▶ **What is expected**
Return the entire listing, character for character.

▶ **Extracted data**
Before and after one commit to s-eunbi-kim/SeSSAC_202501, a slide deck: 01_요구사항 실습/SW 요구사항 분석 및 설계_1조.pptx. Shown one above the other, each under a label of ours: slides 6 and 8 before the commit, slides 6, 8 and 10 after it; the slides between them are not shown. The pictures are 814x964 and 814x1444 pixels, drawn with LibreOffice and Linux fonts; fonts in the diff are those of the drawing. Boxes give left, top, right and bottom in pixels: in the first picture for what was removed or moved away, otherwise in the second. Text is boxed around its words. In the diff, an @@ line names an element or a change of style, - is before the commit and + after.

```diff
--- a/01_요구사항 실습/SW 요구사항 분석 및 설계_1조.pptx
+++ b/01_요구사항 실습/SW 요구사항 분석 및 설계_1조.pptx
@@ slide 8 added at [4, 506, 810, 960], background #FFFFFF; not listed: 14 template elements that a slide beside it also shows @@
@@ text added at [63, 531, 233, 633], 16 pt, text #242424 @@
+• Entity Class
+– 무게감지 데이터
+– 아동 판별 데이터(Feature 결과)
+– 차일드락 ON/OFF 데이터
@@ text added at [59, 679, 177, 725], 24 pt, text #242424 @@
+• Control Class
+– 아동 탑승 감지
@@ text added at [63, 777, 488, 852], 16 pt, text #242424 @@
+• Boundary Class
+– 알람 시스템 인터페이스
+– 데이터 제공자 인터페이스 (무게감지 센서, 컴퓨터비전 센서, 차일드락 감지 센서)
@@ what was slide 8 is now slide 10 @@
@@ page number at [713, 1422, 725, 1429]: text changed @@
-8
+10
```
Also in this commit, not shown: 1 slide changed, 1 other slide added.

▶ **Written response**
Before and after one commit to s-eunbi-kim/SeSSAC_202501, a slide deck: 01_요구사항 실습/SW 요구사항 분석 및 설계_1조.pptx. Shown one above the other, each under a label of ours: slides 6 and 8 before the commit, slides 6, 8 and 10 after it; the slides between them are not shown. The pictures are 814x964 and 814x1444 pixels, drawn with LibreOffice and Linux fonts; fonts in the diff are those of the drawing. Boxes give left, top, right and bottom in pixels: in the first picture for what was removed or moved away, otherwise in the second. Text is boxed around its words. In the diff, an @@ line names an element or a change of style, - is before the commit and + after.

```diff
--- a/01_요구사항 실습/SW 요구사항 분석 및 설계_1조.pptx
+++ b/01_요구사항 실습/SW 요구사항 분석 및 설계_1조.pptx
@@ slide 8 added at [4, 506, 810, 960], background #FFFFFF; not listed: 14 template elements that a slide beside it also shows @@
@@ text added at [63, 531, 233, 633], 16 pt, text #242424 @@
+• Entity Class
+– 무게감지 데이터
+– 아동 판별 데이터(Feature 결과)
+– 차일드락 ON/OFF 데이터
@@ text added at [59, 679, 177, 725], 24 pt, text #242424 @@
+• Control Class
+– 아동 탑승 감지
@@ text added at [63, 777, 488, 852], 16 pt, text #242424 @@
+• Boundary Class
+– 알람 시스템 인터페이스
+– 데이터 제공자 인터페이스 (무게감지 센서, 컴퓨터비전 센서, 차일드락 감지 센서)
@@ what was slide 8 is now slide 10 @@
@@ page number at [713, 1422, 725, 1429]: text changed @@
-8
+10
```
Also in this commit, not shown: 1 slide changed, 1 other slide added.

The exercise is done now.